The LEDs are not exactly the same. The one with the lowest voltage will hog all the current and will burn out at 40mA. Then the other one will burn out.
Each LED needs to have its own current-limiting resistor of 45 ohms.

 

[OutToLunch]

you've got things a little messed up there. you don't apply ohms law to the forward drop of the LEDs, you apply it to the difference between the forward drop and the battery supply. 3 AA batteries yields 4.5V, so you can't put the LEDs in series, so an LED and resistor need to be put in series - there will be 2 of these series circuits in parallel across the 4.5V battery.

so, if you want 20mA through the LED, you also want 20mA through the resistor:
(4.5 - 3.6)/.02 = 45 ohms

90 ohms would only yield 10mA.

edit - was replying to krumlink, not guru...

 

[Krumlink]

What if the AA batteries were rechargeable? Then no voltage drop.

Also OutToLunch, you forgot that he wanted 2 LED's in parallel, yielding 40mA.

 

[OutToLunch]

What if the AA batteries were rechargeable? Then no voltage drop.

what are you talking about? i t matters not if the batteries are rechargeable. the voltage across the battery minus the voltage across the LED is the voltage drop across the resistor. divide that voltage drop by the desired current and you get the required resistance.

Also OutToLunch, you forgot that he wanted 2 LED's in parallel, yielding 40mA.

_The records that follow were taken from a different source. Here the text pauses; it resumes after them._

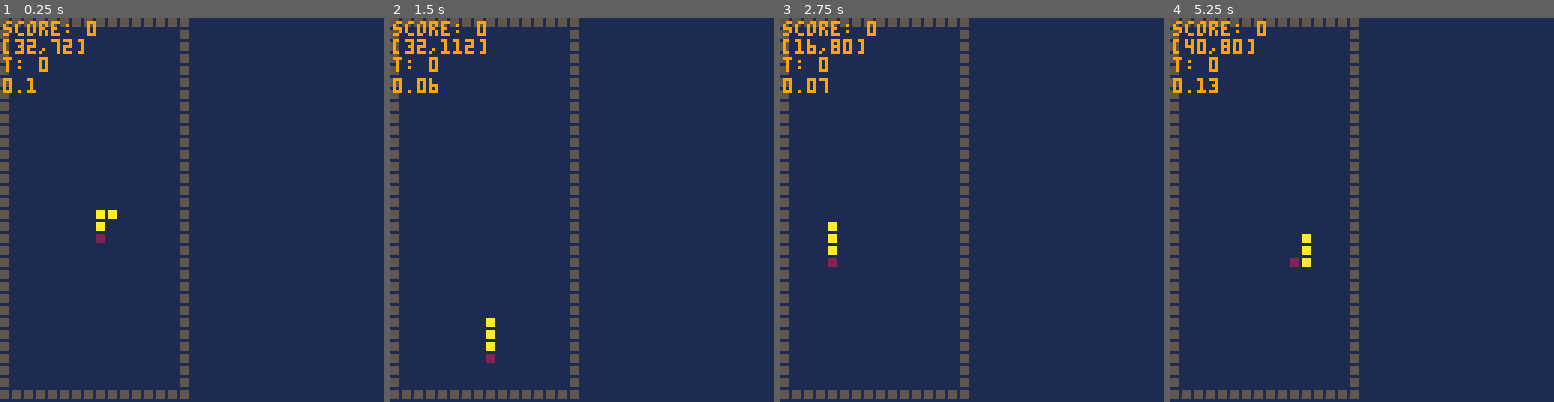
Above: before the commit, frames 1-4 (left to right).
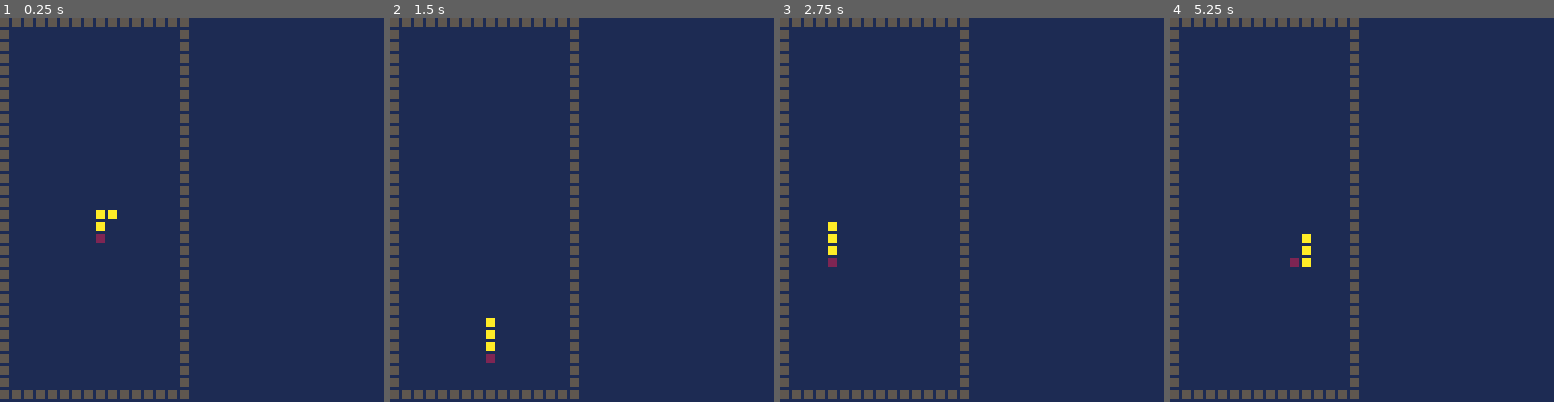
Above: after the commit, the same moments.

Repository: AriJalk/pico8-learning-snake
Game: PICO-8 cartridge snake.p8
The game is run twice, just before and just after one commit, with the same random seed, the same clock (stepped at 60 frames per second) and the same inputs.
Inputs:
- Up to frame 1 (0.25 s): no input
- Up to frame 2 (1.5 s): tap O (Z key) at 0.33, 0.7, 1.43 s; tap X (X key) at 1.07 s
- Up to frame 3 (2.75 s): hold Left 1.97-2.37 s; tap X (X key) at 2.07, 2.4, 2.73 s; tap O (Z key) at 2.22 s; hold Down from 2.42 s (still down)
- Up to frame 4 (5.25 s): release Down at 2.82 s; hold Right 2.87-3.53 s; tap X (X key) every 0.33 s from 3.07 to 5.07 s; tap O (Z key) at 3.1, 3.98, 4.87 s; hold Up 3.58-4.08 s; hold Right 4.13-4.53 s; hold Down 4.58-5.08 s; hold Left from 5.13 s (still down)

The runs differ from the first frame. In frame 1, 1.0% of the frame differs, in the area x 0-25%, y 0-20%; in frame 2, 1.1%; in frame 3, 1.1%; in frame 4, 1.1%.

Commit message:
Draw only changes

Diff:
--- a/snake.p8
+++ b/snake.p8
@@ -6,6 +6,7 @@
 wall_pos = {}
 snake_size = 4
 score = 0
+tail_pos=nil
 
 margin=0.1
 
@@ -24,7 +25,7 @@
 	build_wall()
 	direction = {x=0,y=1}
  last_time = time()
- draw()
+ draw_initial()
 end
 
 function _update()
@@ -35,7 +36,7 @@
 		update_time = 0
 		update_snake()
 		check_collision()
-		draw()
+		draw_update()
 	end
 	if (btn(❎)) then
 		update_speed += 0.01
@@ -49,11 +50,16 @@
 end
 
 --todo: draw only changes
-function draw()
+function draw_initial()
 	cls(1)
  draw_wall()
- draw_snake()
- draw_score()
+ draw_snake_initial()
+	flip()
+end
+
+function draw_update()
+	draw_snake_update()
+
 	flip()
 end
 -->8
@@ -63,11 +69,22 @@
 		pos.x+tile_size.x-1-margin,pos.y+tile_size.y-1-margin,col)
 end
 
-function draw_snake()
+function draw_snake_initial()
  for i=2,snake_size do
 	 draw_tile(snake_position[i],10)
  end
 	draw_tile(snake_position[1],2)
+end
+
+function draw_snake_update()
+	--remove tail
+	draw_tile(tail_pos,1)
+	--add head
+	draw_tile(snake_position[1],2)
+	--change head to body
+	if snake_size>1 then
+		draw_tile(snake_position[2],10)
+	end
 end
 
 function draw_wall()
@@ -99,6 +116,7 @@
 end
 
 function update_snake()
+	tail_pos=pos_cpy(snake_position[snake_size])
 	for cell=snake_size,2,-1 do
  		snake_position[cell]=pos_cpy(snake_position[cell-1])
  end

you don't put LEDs in parallel. you can string them in series and have a single current limiting resistor but you do not put LEDs directly in parallel with one another. since there is not enough headroom for putting the LEDs in series, then each LED needs its own current limiting resistor. with 45 ohms, you 20mA per LED.

 

[Krumlink]

what are you talking about? i t matters not if the batteries are rechargeable. the voltage across the battery minus the voltage across the LED is the voltage drop across the resistor. divide that voltage drop by the desired current and you get the required resistance.

you don't put LEDs in parallel. you can string them in series and have a single current limiting resistor but you do not put LEDs directly in parallel with one another. since there is not enough headroom for putting the LEDs in series, then each LED needs its own current limiting resistor. with 45 ohms, you 20mA per LED.

Doh I forgot about voltage drop

 

[audioguru]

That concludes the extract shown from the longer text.